Zo leer je zeven talen (lezen) in zeven dagen

Dit Noorse waarschuwingsbord ‘geldt voor heel Spitsbergen’.

‘De grenzen van mijn taal zijn de grenzen van mijn wereld,’ zei filosoof Ludwig Wittgenstein. Zo bezien belooft het nieuwe boek van Gaston Dorren uw universum ernstig te vergroten: het heet Zeven talen in zeven dagen. Hoe dan?

Gaston Dorren, misschien wel mijn favoriete taalschrijver, kwam vaker aan bod op dit blog. Ik publiceerde al eens een hoofdstuk uit zijn boeken Babel en De Dutchionary en sprak hem over zijn opmars in de Engelstalige wereld. Nu heeft Dorren voor het eerst iets geschreven dat op een leerboek lijkt. In Zeven talen in zeven dagen biedt hij een introductie in het Fries, Deens, Noors, Zweeds, Italiaans, Spaans én Portugees. Een interview.

Zeven talen in zeven dagen: dat klinkt wel héél ambitieus.
Het is onmogelijk om binnen een week een vreemde taal te leren spreken. Maar als je je zeven dagen lang verdiept in de talen die in dit boek staan, dan kom je op het gebied van lezen heel ver. Vooral omdat wij Nederlanders over meer voorkennis beschikken dan we denken. We kennen Nederlands en Engels en hebben op school een beetje Duits en Frans gehad. Dat is een goede basis. Kijk, voordat je perfect Deens of Italiaans kent, ben je vijf jaar verder. Maar – net als op veel andere terreinen – in zo’n eerste week ga je zienderogen vooruit.

Hoe doe je dat dan?
Op de eerste plaats moet je een beetje durven. Het hoeft allemaal niet perfect te zijn. Als je een tekst voor vijftig procent kunt lezen, heb je al een aardig idee van wat er staat. Er zullen hele zinnen zijn die je niet begrijpt, maar dat hindert niet. Denk gewoon: ik ga lekker puzzelen. Ten tweede heb je natuurlijk inhoud nodig. Context is daarbij van belang. Waar zie je de tekst? Staan er afbeeldingen bij? Gaat het om een menukaart die je in je handen hebt, dan weet je alvast dat die om eten draait en niet om het periodiek systeem der elementen. Het derde en allerbelangrijkste aspect gaat om patronen herkennen. De talen van West-Europa hebben eeuwenlang nauw contact met elkaar gehad. Ze verschillen, maar er zit ook veel regelmaat in. Neem het Nederlandse woord ‘kwaliteit’. In het Engels is dat quality. De uitgang -teit is daar dus -ty. Dat kun je doortrekken. De Scandinavische tegenhanger is -tet, de Spaanse -dad, in het Portugees is het -dade en in het Italiaans -tà. Van dit soort patronen bestaan er tientallen. Die kun je je in een paar dagen eigen maken en als je dat doet, is het alsof de schellen je van de ogen vallen. Opeens herken je elementen in een tekst die eerst nog vreemd leek. Natuurlijk heb je ook een beetje woordenschat en grammatica nodig. Ook die staan in dit boek.

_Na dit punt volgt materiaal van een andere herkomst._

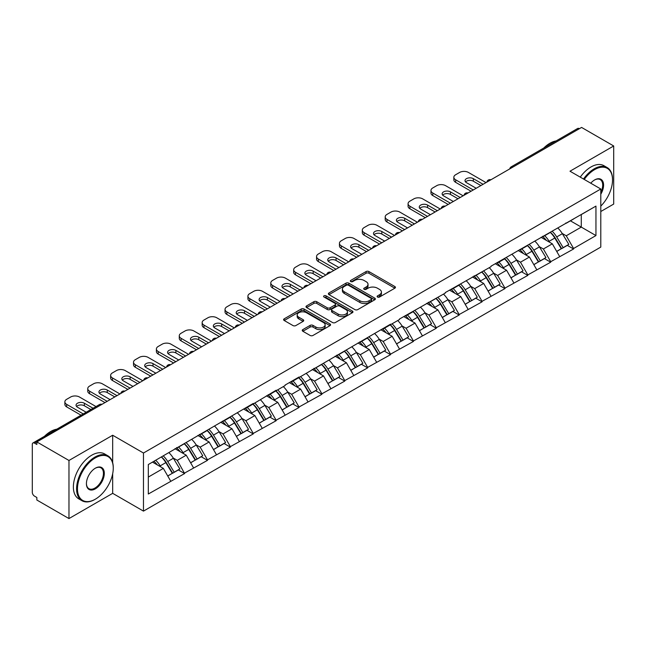 <?xml version="1.0" encoding="UTF-8"?>
<svg xmlns="http://www.w3.org/2000/svg" width="646" height="646" viewBox="0 0 646 646"><rect width="100%" height="100%" fill="white"/><g stroke="black" fill="none" stroke-linecap="round" stroke-linejoin="round"><path stroke-width="0.97" d="M377.53 297.031A1.421 0.824 0 0 0 379.541 297.031L394.843 288.197A2.035 1.179 0 0 0 395.441 287.365A2.035 1.179 0 0 0 394.843 286.533L368.931 271.57A2.035 1.179 0 0 0 366.048 271.57L350.754 280.404A1.421 0.824 0 0 0 350.334 280.986A1.421 0.824 0 0 0 350.754 281.567A1.421 0.824 0 0 0 352.764 281.567L354.743 280.429A6.517 3.763 0 0 1 363.956 280.429L366.12 281.672A6.517 3.763 0 0 1 368.026 284.329A6.517 3.763 0 0 1 366.12 286.994L364.142 288.132A1.421 0.824 0 0 0 363.722 288.714A1.421 0.824 0 0 0 364.142 289.295A1.421 0.824 0 0 0 366.153 289.295L368.139 288.156A6.517 3.763 0 0 1 377.353 288.156L379.509 289.4A6.517 3.763 0 0 1 381.415 292.065A6.517 3.763 0 0 1 379.509 294.721L377.53 295.868A1.421 0.824 0 0 0 377.111 296.449A1.421 0.824 0 0 0 377.53 297.031L377.53 295.868M302.845 329.589A2.035 1.179 0 0 0 302.247 330.421A2.035 1.179 0 0 0 302.845 331.253L310.12 335.452A2.035 1.179 0 0 0 312.995 335.452L329.985 325.641A2.035 1.179 0 0 0 330.582 324.809A2.035 1.179 0 0 0 329.985 323.977L304.072 309.014A2.035 1.179 0 0 0 301.189 309.014L284.2 318.825A2.035 1.179 0 0 0 283.61 319.657A2.035 1.179 0 0 0 284.2 320.489L292.985 325.56A2.035 1.179 0 0 0 295.868 325.56L303.135 321.361A2.035 1.179 0 0 0 303.733 320.529A2.035 1.179 0 0 0 303.135 319.697L298.783 317.186A5.443 3.141 0 0 1 297.184 314.957A5.443 3.141 0 0 1 300.543 312.058A5.443 3.141 0 0 1 306.479 312.737L323.541 322.588A5.443 3.141 0 0 1 325.14 324.809A5.443 3.141 0 0 1 321.773 327.716A5.443 3.141 0 0 1 315.837 327.029L312.995 325.39A2.035 1.179 0 0 0 310.12 325.39L302.845 329.589L302.845 331.253M112.679 435.243L68.969 460.477L36.846 441.929L581.578 127.432L613.7 145.98L569.99 171.214L600.796 188.995L143.477 453.024L112.679 435.243L112.679 462.697M354.888 309.595A2.035 1.179 0 0 0 357.771 309.595L374.761 299.792A2.035 1.179 0 0 0 375.35 298.961A2.035 1.179 0 0 0 374.761 298.129L348.84 283.166A2.035 1.179 0 0 0 345.965 283.166L328.975 292.977A2.035 1.179 0 0 0 328.378 293.809A2.035 1.179 0 0 0 328.975 294.641L354.888 309.595M324.583 297.338A1.421 0.824 0 0 1 326.028 297.54L326.028 295.844L352.369 311.057A2.035 1.179 0 0 1 352.966 311.889A2.035 1.179 0 0 1 352.369 312.712L335.379 322.524A2.035 1.179 0 0 1 332.504 322.524L306.592 307.561L313.859 303.394L313.859 301.706L306.592 305.897A2.035 1.179 0 0 0 305.994 306.729A2.035 1.179 0 0 0 306.592 307.561L306.592 305.897M313.859 303.394A2.035 1.179 0 0 1 316.742 303.394L316.742 301.706A2.035 1.179 0 0 0 313.859 301.706M316.742 301.706L327.247 307.771A2.035 1.179 0 0 0 330.13 307.771L334.951 304.985A2.035 1.179 0 0 0 335.549 304.153A2.035 1.179 0 0 0 334.951 303.321L324.009 297.007A1.421 0.824 0 0 1 323.589 296.425A1.421 0.824 0 0 1 324.47 295.666A1.421 0.824 0 0 1 326.028 295.844M68.969 460.477L68.969 518.568L112.679 493.334L143.477 511.115L143.477 453.024M143.477 511.115L600.796 247.087L600.796 188.995M161.468 456.948A13.897 8.027 -120 0 1 166.232 462.512L172.708 473.203L178.353 469.941L184.619 473.558L177.287 460.348L173.217 458.006M184.619 473.558L148.314 494.012L148.314 464.539L253.256 403.443L253.256 403.952L276.141 390.232L276.141 390.741L285.088 385.581L285.088 385.073L299.017 377.022L299.017 377.53L390.539 324.187L390.539 324.696L399.486 319.528L399.486 319.019L445.247 293.106L445.247 292.598L491.008 266.685L491.008 266.176L595.951 206.098L595.951 235.572L573.583 248.484L566.251 235.782L562.19 233.432M550.44 232.374A13.897 8.027 -120 0 1 555.197 237.938L561.673 248.637L567.317 245.375L573.583 248.993L573.583 248.484M573.583 248.993L550.707 261.695L543.375 248.993L539.305 246.643M527.556 245.585A13.897 8.027 -120 0 1 532.32 251.149L538.796 261.84L544.441 258.586L550.707 262.203L550.707 261.695M550.707 262.203L527.822 274.905L520.49 262.203L516.429 259.853M504.679 258.796A13.897 8.027 -120 0 1 509.436 264.359L515.912 275.051L521.556 271.796L527.822 275.414L527.822 274.905M527.822 275.414L504.946 288.116L497.614 275.414L493.544 273.064M481.795 272.006A13.897 8.027 -120 0 1 486.559 277.57L493.035 288.261L498.68 285.007L504.946 288.617L504.946 288.116M504.946 288.617L482.061 301.319L474.729 288.617L470.668 286.275M458.918 285.217A13.897 8.027 -120 0 1 463.675 290.781L470.151 301.472L475.795 298.21L482.061 301.827L482.061 301.319M482.061 301.827L459.185 314.529L451.853 301.827L447.783 299.486M436.034 298.428A13.897 8.027 -120 0 1 440.798 303.991L447.274 314.683L452.919 311.42L459.185 315.038L459.185 314.529M459.185 315.038L436.3 327.74L428.968 315.038L424.907 312.696M413.157 311.638A13.897 8.027 -120 0 1 417.914 317.202L424.39 327.893L430.034 324.631L436.3 328.249L436.3 327.74M436.3 328.249L413.424 340.951L406.092 328.249L402.022 325.907M390.273 324.849A13.897 8.027 -120 0 1 395.037 330.413L401.513 341.104L407.158 337.842L413.424 341.459L413.424 340.951M413.424 341.459L390.539 354.161L383.207 341.459L379.145 339.118M367.396 338.06A13.897 8.027 -120 0 1 372.153 343.615L378.629 354.315L384.273 351.053L390.539 354.67L390.539 354.161M390.539 354.67L367.663 367.372L360.331 354.67L356.261 352.328M344.512 351.271A13.897 8.027 -120 0 1 349.276 356.826L355.752 367.526L361.397 364.263L367.663 367.881L367.663 367.372M367.663 367.881L344.778 380.583L337.446 367.881L333.384 365.531M321.635 364.473A13.897 8.027 -120 0 1 326.392 370.037L332.868 380.736L338.512 377.474L344.778 381.092L344.778 380.583M344.778 381.092L321.902 393.794L314.57 381.092L310.5 378.742M298.751 377.684A13.897 8.027 -120 0 1 303.515 383.248L309.991 393.947L315.636 390.685L321.902 394.302L321.902 393.794M321.902 394.302L299.017 407.004L291.685 394.302L287.623 391.952M275.874 390.895A13.897 8.027 -120 0 1 280.63 396.458L287.107 407.15L292.751 403.895L299.017 407.513L299.017 407.004M299.017 407.513L276.141 420.215L268.809 407.513L264.739 405.163M252.99 404.105A13.897 8.027 -120 0 1 257.754 409.669L264.23 420.36L269.875 417.106L276.141 420.724L276.141 420.215M276.141 420.724L253.256 433.426L245.924 420.724L241.862 418.374M230.113 417.316A13.897 8.027 -120 0 1 234.869 422.88L241.346 433.571L246.99 430.317L253.256 433.926L253.256 433.426M253.256 433.926L230.38 446.628L223.048 433.926L218.978 431.585M207.229 430.527A13.897 8.027 -120 0 1 211.993 436.09L218.469 446.782L224.114 443.519L230.38 447.137L230.38 446.628M230.38 447.137L207.495 459.839L200.163 447.137L196.101 444.795M184.352 443.737A13.897 8.027 -120 0 1 189.108 449.301L195.585 459.992L201.229 456.73L207.495 460.348L207.495 459.839M207.495 460.348L184.619 473.05M176.843 447.565L177.287 447.815L184.619 443.584M177.287 460.348L186.234 455.188L174.937 448.663M193.566 467.89L186.234 455.188M199.727 434.354L200.163 434.605L207.495 430.373M200.163 447.137L209.11 441.977L197.813 435.452M216.442 454.679L209.11 441.977M222.604 421.144L223.048 421.394L230.38 417.163M223.048 433.926L231.995 428.766L220.698 422.242M239.327 441.468L231.995 428.766M245.488 407.933L245.924 408.183L253.256 403.952M245.924 420.724L254.871 415.556L243.574 409.031M262.203 428.258L254.871 415.556M268.365 394.722L268.809 394.981L276.141 390.741M268.809 407.513L277.756 402.345L266.459 395.82M285.088 415.047L277.756 402.345M291.249 381.511L291.685 381.77L299.017 377.53M291.685 394.302L300.632 389.134L289.335 382.618M307.964 401.836L300.632 389.134M314.126 368.301L314.57 368.559L321.902 364.32M314.57 381.092L323.517 375.924L312.22 369.407M330.849 388.626L323.517 375.924M337.01 355.09L337.446 355.348L344.778 351.117M337.446 367.881L346.393 362.713L335.096 356.196M353.725 375.415L346.393 362.713M359.887 341.879L360.331 342.138L367.663 337.906M360.331 354.67L369.278 349.502L357.981 342.986M376.61 362.204L369.278 349.502M382.771 328.677L383.207 328.927L390.539 324.696M383.207 341.459L392.154 336.291L380.857 329.775M399.486 348.993L392.154 336.291M405.648 315.466L406.092 315.716L413.424 311.485M406.092 328.249L415.039 323.081L403.742 316.564M422.371 335.791L415.039 323.081M428.532 302.255L428.968 302.506L436.3 298.274M428.968 315.038L437.915 309.878L426.618 303.354M445.247 322.58L437.915 309.878M451.409 289.045L451.853 289.295L459.185 285.064M451.853 301.827L460.8 296.667L449.503 290.143M468.132 309.369L460.8 296.667M474.293 275.834L474.729 276.084L482.061 271.853M474.729 288.617L483.676 283.457L472.379 276.932M491.008 296.159L483.676 283.457M497.17 262.623L497.614 262.882L504.946 258.642M497.614 275.414L506.561 270.246L495.264 263.721M513.893 282.948L506.561 270.246M520.054 249.413L520.49 249.671L527.822 245.432M520.49 262.203L529.437 257.035L518.14 250.511M536.769 269.737L529.437 257.035M542.931 236.202L543.375 236.46L550.707 232.221M543.375 248.993L552.322 243.825L541.025 237.308M559.654 256.527L552.322 243.825M579.381 128.699L512.94 167.064M512.003 167.605A3.109 1.793 120 0 1 512.795 166.975A3.109 1.793 60 0 0 511.236 166.821L577.677 128.465A3.109 1.793 60 0 1 579.236 128.619M565.815 222.991L566.251 223.25L573.583 219.01M566.251 235.782L581.287 227.101L581.287 214.569L595.951 206.098M570.434 220.835L595.951 235.572M600.796 211.517L613.7 204.071L613.7 145.98M68.969 518.568L36.846 500.02L36.846 497.485L34.496 496.128A3.109 1.793 -120 0 1 32.3 492.317L32.3 444.383A3.109 1.793 -120 0 1 32.946 442.962A3.109 1.793 -120 0 1 34.496 443.116L36.846 444.472L36.846 441.929M148.314 477.071L163.349 468.39L152.496 462.124M170.681 481.092L163.349 468.39M554.874 238.188L555.6 238.608M531.997 251.399L532.724 251.819M509.113 264.61L509.839 265.03M486.236 277.82L486.963 278.24M463.352 291.031L464.078 291.451M440.475 304.242L441.202 304.654M417.591 317.444L418.317 317.864M394.714 330.655L395.441 331.075M371.83 343.866L372.556 344.286M348.953 357.077L349.68 357.496M326.069 370.287L326.795 370.707M303.192 383.498L303.919 383.918M280.307 396.709L281.034 397.129M257.431 409.919L258.158 410.339M234.546 423.13L235.273 423.55M211.67 436.341L212.397 436.761M188.785 449.551L189.512 449.963M165.909 462.754L166.636 463.174M112.679 493.334L112.679 473.768M378.096 297.233L379.509 296.417A6.517 3.763 0 0 0 381.415 293.752L381.415 292.065M368.026 284.329L368.026 286.025A6.517 3.763 0 0 1 366.12 288.681L364.707 289.497M394.843 286.533L394.843 288.197L368.931 273.266A2.035 1.179 0 0 0 366.048 273.266L351.319 281.769M374.728 299.809L348.84 284.862A2.035 1.179 0 0 0 345.965 284.862L329 294.657M371.159 299.542A1.421 0.824 0 0 0 371.579 298.961A1.421 0.824 0 0 0 371.159 298.379L348.412 285.249A1.421 0.824 0 0 0 346.393 285.249L344.31 286.453A6.517 3.763 0 0 0 342.404 289.109A6.517 3.763 0 0 0 344.31 291.774L359.854 300.745A6.517 3.763 0 0 0 369.068 300.745L371.159 299.542L371.159 301.238A1.421 0.824 0 0 0 371.579 300.656L371.579 298.961M342.404 289.109L342.404 290.805A6.517 3.763 0 0 0 344.31 293.462L344.31 291.774M371.159 301.238L369.068 302.441A6.517 3.763 0 0 1 359.854 302.441L344.31 293.462M316.742 303.394L327.247 309.466A2.035 1.179 0 0 0 330.13 309.466L334.951 306.68A2.035 1.179 0 0 0 335.549 305.849L335.549 304.153M326.028 297.54L352.345 312.729M338.157 314.069A5.443 3.141 0 0 0 344.092 314.747A5.443 3.141 0 0 0 347.451 311.84A5.443 3.141 0 0 0 345.86 309.62L339.844 306.147A2.035 1.179 0 0 0 336.97 306.147L332.141 308.933A2.035 1.179 0 0 0 331.551 309.765A2.035 1.179 0 0 0 332.141 310.597L338.157 314.069L338.157 315.757A5.443 3.141 0 0 0 344.092 316.443A5.443 3.141 0 0 0 347.451 313.536L347.451 311.84M331.551 309.765L331.551 311.461A2.035 1.179 0 0 0 332.141 312.293L332.141 310.597M338.157 315.757L332.141 312.293M325.14 324.809L325.14 326.505A5.443 3.141 0 0 1 321.773 329.412A5.443 3.141 0 0 1 315.837 328.725L312.995 327.086A2.035 1.179 0 0 0 310.12 327.086L302.877 331.269M297.184 314.957L297.184 316.653A5.443 3.141 0 0 0 298.783 318.874L298.783 317.186M303.111 321.377L298.783 318.874M329.961 325.657L304.072 310.71A2.035 1.179 0 0 0 301.189 310.71L284.232 320.505M486.026 182.6L468.423 172.442A6.226 3.593 0 0 0 459.621 172.442L455.664 174.727A6.226 3.593 0 0 0 453.839 177.27A6.226 3.593 0 0 0 455.664 179.806L455.664 182.35L471.063 191.24M455.664 182.35A6.226 3.593 180 0 1 453.839 179.806L453.839 177.27M465.54 181.922A4.877 2.818 180 0 1 473.34 181.203L480.89 185.564M455.664 179.806L473.26 189.972M476.199 188.277L466.444 182.64A4.877 2.818 180 0 1 465.015 180.654A4.877 2.818 180 0 1 468.027 178.054A4.877 2.818 180 0 1 473.34 178.667L483.087 184.296M557.886 228.078A17.006 9.819 60 0 1 562.343 233.682L556.699 236.945A17.006 9.819 -120 0 0 552.241 231.341M556.699 236.945L563.175 247.636L568.819 244.382L562.343 233.682M561.673 248.637L563.175 247.636M567.317 245.375L568.819 244.382M542.511 236.444A13.897 8.027 60 0 1 546.346 240.377M544.683 235.701A17.006 9.819 60 0 1 549.14 241.305L549.778 242.363M556.739 251.48L561.269 248.742L554.785 238.043A17.006 9.819 -120 0 0 550.327 232.439M561.269 248.742L556.682 251.383M463.142 195.811L445.546 185.652A6.226 3.593 0 0 0 436.744 185.652L432.78 187.938A6.226 3.593 0 0 0 430.963 190.473A6.226 3.593 0 0 0 432.78 193.017L432.78 195.56L448.179 204.451M432.78 195.56A6.226 3.593 180 0 1 430.963 193.017L430.963 190.473M442.663 195.132A4.877 2.818 180 0 1 450.456 194.414L458.006 198.774M432.78 193.017L450.383 203.175M453.314 201.487L443.56 195.851A4.877 2.818 180 0 1 442.139 193.865A4.877 2.818 180 0 1 445.142 191.264A4.877 2.818 180 0 1 450.456 191.878L460.21 197.506M535.001 241.289A17.006 9.819 60 0 1 539.458 246.893L533.814 250.155A17.006 9.819 -120 0 0 529.357 244.551M533.814 250.155L540.29 260.847L545.935 257.584L539.458 246.893M538.796 261.84L540.29 260.847M544.441 258.586L545.935 257.584M519.634 249.655A13.897 8.027 60 0 1 523.47 253.587M521.807 248.912A17.006 9.819 60 0 1 526.264 254.516L526.902 255.566M533.862 264.69L538.384 261.953L531.908 251.254A17.006 9.819 -120 0 0 527.451 245.65M538.384 261.953L533.806 264.594M440.265 209.021L422.662 198.863A6.226 3.593 0 0 0 413.86 198.863L409.903 201.148A6.226 3.593 0 0 0 408.078 203.684A6.226 3.593 0 0 0 409.903 206.227L409.903 208.771L425.302 217.662M409.903 208.771A6.226 3.593 180 0 1 408.078 206.227L408.078 203.684M419.779 208.343A4.877 2.818 180 0 1 427.579 207.624L435.129 211.985M409.903 206.227L427.499 216.386M430.438 214.698L420.683 209.062A4.877 2.818 180 0 1 419.254 207.075A4.877 2.818 180 0 1 422.266 204.475A4.877 2.818 180 0 1 427.579 205.081L437.326 210.717M512.125 254.5A17.006 9.819 60 0 1 516.582 260.104L510.938 263.366A17.006 9.819 -120 0 0 506.48 257.762M510.938 263.366L517.414 274.057L523.058 270.795L516.582 260.104M515.912 275.051L517.414 274.057M521.556 271.796L523.058 270.795M496.75 262.865A13.897 8.027 60 0 1 500.585 266.798M498.922 262.123A17.006 9.819 60 0 1 503.379 267.727L504.017 268.776M510.978 277.901L515.508 275.156L509.024 264.464A17.006 9.819 -120 0 0 504.566 258.86M515.508 275.156L510.921 277.804M417.381 222.232L399.785 212.074A6.226 3.593 0 0 0 390.983 212.074L387.019 214.359A6.226 3.593 0 0 0 385.202 216.895A6.226 3.593 0 0 0 387.019 219.438L387.019 221.982L402.418 230.872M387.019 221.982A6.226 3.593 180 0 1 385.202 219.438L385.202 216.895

Sommige mensen zullen zeggen: je kunt ook gewoon Engels leren.
Toch ben ik ervan overtuigd dat dit een nuttige vaardigheid is. Het gaat me om teksten die je tegenkomt als je op reis bent: verkeersborden, opschriften, brochures, briefjes op hotelkamers, de lokale uitkrant, enzovoorts. Alleen op de meest toeristische plekken zijn die in het Engels vertaald. Als je door een Zweeds natuurpark loopt en er staat een bord dat waarschuwt voor beren, dan kun je dat maar beter meteen snappen. Uiteraard kun je Google Translate gebruiken, maar het is onhandig als je steeds je telefoon tevoorschijn moet halen. Verder geeft het een machtig gevoel van competentie, als je zeven talen een beetje kunt lezen. Het is te doen. Ook voor teksten in je eigen vakgebied. Ik spreek geen Portugees, maar ik heb pas toch echt een Portugees boekje over taalkunde gelezen. Omdat ik het jargon begrijp, en vanwege mijn kennis van andere talen.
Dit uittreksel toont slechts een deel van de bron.